No I wouldn't be cubbing in March, I'd give him another year to mature and muscle up into a proper riding horse before hunting, but others may have a different view.


----------



## Ditchjumper2 (7 February 2011)

I see no prob in taking a 3 yo as long as you remember her age and treat her accordingly ( am sure everyone else will disagree though!!)


----------



## simplyhunting (8 February 2011)

We've taken racehorses hunting before, even to sweeten those in training! They've been 3 y/o's and gone early cubbing for an hour or so (mostly standing around), works wonders for them. I'll also being cubbing my ex racer (3y/o) this year the same as the others.
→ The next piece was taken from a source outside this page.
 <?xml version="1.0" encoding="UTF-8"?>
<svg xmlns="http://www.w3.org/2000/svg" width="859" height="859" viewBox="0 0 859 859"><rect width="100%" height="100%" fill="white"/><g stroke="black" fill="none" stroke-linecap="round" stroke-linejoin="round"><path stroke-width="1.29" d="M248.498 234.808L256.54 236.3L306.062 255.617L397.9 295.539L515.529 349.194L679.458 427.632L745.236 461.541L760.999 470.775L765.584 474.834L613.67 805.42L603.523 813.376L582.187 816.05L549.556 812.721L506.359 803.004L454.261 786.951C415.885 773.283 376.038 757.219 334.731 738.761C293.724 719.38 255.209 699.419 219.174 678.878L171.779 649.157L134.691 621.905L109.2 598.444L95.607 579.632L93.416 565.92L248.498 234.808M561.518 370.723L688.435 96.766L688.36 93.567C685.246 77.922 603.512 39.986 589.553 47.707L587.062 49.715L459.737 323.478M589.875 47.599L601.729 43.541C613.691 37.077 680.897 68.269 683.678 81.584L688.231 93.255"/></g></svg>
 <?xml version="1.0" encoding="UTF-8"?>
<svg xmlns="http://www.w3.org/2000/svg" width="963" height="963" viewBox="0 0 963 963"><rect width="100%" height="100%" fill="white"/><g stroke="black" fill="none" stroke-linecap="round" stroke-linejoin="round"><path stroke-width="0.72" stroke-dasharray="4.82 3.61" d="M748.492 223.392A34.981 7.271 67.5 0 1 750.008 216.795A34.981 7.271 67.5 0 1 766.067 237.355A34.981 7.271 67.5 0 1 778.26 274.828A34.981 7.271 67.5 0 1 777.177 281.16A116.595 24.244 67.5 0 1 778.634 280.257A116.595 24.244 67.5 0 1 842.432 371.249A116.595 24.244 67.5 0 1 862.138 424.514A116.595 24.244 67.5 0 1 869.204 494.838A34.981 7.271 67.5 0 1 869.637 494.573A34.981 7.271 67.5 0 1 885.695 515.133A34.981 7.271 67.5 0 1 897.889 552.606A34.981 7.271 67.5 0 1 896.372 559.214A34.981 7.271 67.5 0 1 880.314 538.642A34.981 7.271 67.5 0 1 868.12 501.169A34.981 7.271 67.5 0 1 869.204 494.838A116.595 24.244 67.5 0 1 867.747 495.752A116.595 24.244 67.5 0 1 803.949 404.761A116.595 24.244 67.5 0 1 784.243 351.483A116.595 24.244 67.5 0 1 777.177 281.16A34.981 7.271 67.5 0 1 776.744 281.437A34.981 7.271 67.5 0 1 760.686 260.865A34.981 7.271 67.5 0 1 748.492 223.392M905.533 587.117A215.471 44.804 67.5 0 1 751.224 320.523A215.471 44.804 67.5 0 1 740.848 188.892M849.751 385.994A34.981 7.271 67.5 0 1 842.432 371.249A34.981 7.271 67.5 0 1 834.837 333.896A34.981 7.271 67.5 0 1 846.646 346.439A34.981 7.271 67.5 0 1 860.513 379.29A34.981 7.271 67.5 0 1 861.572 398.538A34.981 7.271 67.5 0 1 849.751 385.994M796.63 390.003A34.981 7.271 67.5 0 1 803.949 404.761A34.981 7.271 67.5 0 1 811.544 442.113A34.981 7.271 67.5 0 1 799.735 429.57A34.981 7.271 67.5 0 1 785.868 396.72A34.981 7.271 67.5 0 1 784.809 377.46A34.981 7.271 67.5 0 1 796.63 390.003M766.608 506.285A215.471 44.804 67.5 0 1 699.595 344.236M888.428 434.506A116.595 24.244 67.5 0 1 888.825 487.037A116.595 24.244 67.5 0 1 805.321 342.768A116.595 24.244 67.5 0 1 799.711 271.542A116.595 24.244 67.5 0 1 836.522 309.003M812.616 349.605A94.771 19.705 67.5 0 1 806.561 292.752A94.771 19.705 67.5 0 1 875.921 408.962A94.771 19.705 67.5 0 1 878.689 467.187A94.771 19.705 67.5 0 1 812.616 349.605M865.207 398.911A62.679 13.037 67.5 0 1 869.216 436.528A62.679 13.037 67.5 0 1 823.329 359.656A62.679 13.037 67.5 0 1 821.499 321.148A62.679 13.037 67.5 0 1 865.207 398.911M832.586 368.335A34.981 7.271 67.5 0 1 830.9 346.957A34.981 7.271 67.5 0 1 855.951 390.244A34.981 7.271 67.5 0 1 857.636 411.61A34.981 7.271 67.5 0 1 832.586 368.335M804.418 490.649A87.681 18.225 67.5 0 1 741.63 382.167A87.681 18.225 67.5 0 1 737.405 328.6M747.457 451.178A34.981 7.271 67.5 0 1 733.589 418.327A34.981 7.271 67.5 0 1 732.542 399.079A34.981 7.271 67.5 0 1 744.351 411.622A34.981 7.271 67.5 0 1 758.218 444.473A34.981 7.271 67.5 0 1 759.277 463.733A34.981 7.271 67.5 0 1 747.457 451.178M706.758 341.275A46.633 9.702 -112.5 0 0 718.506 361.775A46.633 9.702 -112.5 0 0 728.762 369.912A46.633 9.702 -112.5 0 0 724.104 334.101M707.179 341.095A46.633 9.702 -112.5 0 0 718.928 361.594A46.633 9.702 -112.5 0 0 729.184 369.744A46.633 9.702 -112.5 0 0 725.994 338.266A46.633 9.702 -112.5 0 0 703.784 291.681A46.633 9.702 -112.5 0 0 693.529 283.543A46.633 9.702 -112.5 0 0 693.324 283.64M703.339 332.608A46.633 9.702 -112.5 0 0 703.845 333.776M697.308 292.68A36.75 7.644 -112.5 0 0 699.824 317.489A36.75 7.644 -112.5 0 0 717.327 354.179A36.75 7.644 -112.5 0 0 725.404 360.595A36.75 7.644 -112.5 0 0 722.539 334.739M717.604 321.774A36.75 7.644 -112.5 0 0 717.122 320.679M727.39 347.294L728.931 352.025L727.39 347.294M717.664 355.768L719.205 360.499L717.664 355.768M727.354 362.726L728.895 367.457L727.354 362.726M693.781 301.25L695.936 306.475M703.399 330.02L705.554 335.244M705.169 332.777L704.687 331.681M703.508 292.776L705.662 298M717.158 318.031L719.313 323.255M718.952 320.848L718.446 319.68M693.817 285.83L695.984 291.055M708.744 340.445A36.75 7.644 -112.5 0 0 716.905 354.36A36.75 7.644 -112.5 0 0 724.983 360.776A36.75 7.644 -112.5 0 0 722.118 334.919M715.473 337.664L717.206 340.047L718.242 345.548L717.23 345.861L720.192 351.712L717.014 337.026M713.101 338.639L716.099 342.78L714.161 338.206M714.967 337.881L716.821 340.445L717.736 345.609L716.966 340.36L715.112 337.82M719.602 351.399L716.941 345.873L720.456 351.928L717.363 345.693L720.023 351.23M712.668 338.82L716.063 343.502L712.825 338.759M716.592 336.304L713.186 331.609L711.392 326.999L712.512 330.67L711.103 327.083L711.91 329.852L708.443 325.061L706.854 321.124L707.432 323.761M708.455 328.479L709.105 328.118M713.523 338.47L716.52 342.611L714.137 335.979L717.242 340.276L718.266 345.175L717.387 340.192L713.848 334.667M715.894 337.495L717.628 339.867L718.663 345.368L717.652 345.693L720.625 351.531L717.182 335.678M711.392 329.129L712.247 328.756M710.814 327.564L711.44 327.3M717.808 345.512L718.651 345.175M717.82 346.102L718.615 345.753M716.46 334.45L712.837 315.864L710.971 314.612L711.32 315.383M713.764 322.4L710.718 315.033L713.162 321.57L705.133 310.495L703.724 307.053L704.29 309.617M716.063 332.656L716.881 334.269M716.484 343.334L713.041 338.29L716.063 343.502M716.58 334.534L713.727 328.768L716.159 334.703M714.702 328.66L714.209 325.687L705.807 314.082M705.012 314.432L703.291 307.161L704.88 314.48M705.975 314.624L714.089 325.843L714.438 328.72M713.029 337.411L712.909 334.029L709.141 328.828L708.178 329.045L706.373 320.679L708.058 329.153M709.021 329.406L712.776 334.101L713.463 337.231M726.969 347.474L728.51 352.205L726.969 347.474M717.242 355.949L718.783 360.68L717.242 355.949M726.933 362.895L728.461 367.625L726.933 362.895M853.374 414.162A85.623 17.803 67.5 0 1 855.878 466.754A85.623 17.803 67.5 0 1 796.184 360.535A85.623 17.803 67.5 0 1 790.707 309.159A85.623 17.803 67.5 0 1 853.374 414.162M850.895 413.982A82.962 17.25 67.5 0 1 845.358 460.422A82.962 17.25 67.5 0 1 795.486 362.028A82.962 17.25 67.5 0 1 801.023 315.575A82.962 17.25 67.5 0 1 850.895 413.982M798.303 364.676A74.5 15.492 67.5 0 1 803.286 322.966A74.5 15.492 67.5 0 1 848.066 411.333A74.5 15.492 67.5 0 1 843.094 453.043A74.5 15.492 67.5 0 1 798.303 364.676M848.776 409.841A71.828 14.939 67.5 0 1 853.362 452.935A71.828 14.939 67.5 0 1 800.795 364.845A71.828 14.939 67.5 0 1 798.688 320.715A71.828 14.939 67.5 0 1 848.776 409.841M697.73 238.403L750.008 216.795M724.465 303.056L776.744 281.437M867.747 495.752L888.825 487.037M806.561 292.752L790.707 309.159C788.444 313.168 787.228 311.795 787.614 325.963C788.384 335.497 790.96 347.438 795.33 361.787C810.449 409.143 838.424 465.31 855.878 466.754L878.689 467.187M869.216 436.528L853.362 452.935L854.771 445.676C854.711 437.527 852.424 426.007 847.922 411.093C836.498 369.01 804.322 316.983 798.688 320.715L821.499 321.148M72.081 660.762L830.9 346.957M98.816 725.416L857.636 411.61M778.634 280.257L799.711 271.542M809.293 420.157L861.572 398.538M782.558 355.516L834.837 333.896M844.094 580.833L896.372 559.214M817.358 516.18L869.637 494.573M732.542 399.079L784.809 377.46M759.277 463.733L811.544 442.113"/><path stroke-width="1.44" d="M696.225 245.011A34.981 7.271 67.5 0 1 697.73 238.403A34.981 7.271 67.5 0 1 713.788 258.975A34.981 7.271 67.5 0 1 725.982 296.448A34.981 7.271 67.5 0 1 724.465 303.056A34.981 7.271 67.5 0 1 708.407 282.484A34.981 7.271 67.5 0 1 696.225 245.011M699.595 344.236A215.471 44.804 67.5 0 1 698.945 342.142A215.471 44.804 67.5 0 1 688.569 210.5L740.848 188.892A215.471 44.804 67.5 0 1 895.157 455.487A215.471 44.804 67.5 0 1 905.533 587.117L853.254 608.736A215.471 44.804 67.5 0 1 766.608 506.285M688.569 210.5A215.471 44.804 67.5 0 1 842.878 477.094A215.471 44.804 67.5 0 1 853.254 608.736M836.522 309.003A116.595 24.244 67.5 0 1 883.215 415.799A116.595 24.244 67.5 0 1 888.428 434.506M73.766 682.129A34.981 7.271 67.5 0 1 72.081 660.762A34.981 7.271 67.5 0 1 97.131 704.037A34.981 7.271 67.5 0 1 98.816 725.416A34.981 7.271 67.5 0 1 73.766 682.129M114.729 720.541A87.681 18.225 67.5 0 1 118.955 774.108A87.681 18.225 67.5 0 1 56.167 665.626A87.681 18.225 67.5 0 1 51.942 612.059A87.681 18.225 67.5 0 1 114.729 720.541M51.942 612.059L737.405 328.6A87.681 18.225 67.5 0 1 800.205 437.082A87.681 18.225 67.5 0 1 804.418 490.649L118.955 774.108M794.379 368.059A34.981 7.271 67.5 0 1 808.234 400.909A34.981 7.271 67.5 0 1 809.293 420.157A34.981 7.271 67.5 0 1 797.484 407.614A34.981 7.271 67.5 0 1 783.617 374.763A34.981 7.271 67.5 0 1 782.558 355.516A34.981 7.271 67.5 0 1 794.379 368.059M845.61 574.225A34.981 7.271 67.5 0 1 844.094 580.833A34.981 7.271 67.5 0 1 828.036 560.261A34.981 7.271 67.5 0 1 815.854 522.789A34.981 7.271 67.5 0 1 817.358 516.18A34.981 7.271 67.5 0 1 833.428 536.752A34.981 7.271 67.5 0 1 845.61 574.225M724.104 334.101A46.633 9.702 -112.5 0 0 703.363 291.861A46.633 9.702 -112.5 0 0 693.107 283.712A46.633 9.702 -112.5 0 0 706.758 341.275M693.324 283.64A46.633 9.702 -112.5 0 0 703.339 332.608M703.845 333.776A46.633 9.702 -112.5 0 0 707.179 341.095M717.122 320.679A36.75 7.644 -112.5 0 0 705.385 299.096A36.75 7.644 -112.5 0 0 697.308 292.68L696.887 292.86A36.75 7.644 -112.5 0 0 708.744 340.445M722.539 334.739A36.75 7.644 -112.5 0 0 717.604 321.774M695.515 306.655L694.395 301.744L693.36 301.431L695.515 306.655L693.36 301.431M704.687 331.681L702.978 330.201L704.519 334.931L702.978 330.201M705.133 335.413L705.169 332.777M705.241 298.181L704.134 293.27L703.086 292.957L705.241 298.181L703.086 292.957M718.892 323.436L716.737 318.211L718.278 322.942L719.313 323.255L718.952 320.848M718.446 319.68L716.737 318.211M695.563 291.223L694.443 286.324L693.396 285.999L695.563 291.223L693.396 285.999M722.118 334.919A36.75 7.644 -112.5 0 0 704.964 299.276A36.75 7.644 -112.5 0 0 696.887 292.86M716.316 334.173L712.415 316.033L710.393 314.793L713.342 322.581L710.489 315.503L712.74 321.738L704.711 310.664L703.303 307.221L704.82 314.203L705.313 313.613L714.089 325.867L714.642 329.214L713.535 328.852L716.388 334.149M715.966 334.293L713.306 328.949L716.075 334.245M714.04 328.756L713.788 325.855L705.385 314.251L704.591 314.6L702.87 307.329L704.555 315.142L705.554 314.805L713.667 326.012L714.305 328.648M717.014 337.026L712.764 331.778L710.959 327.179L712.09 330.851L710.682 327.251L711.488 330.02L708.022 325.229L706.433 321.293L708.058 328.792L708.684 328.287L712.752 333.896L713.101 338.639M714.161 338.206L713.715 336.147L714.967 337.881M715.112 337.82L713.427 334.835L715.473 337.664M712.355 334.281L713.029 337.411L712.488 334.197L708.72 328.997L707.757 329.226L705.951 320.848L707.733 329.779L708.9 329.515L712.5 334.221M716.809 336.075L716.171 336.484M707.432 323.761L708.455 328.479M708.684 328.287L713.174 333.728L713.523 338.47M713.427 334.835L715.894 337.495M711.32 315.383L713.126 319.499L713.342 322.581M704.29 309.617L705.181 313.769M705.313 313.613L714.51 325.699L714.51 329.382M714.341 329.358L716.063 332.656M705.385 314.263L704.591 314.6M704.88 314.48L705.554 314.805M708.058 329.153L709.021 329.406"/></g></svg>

Only for a couple of times so she's seen hounds. However she may do a meet in march (2012) as theres usually one close to go for a toodle round, more to observe tbh than actually hunt as such.


----------



## wench (8 February 2011)

Well shes properly three now (quite lucky as she is actually a January foal!)

We do have a meet down the road that I may take her to look at (in hand) if I am not going on my other horse, however all hounds etc do not come out the lorry until they all unload 4/5 miles away, so she wont be going that far.


----------



## scrumpyjackles (9 February 2011)

my horse did a full season as a 4yo and was perfect ! so i cant see the harm in introducing him to hounds at 3 !


----------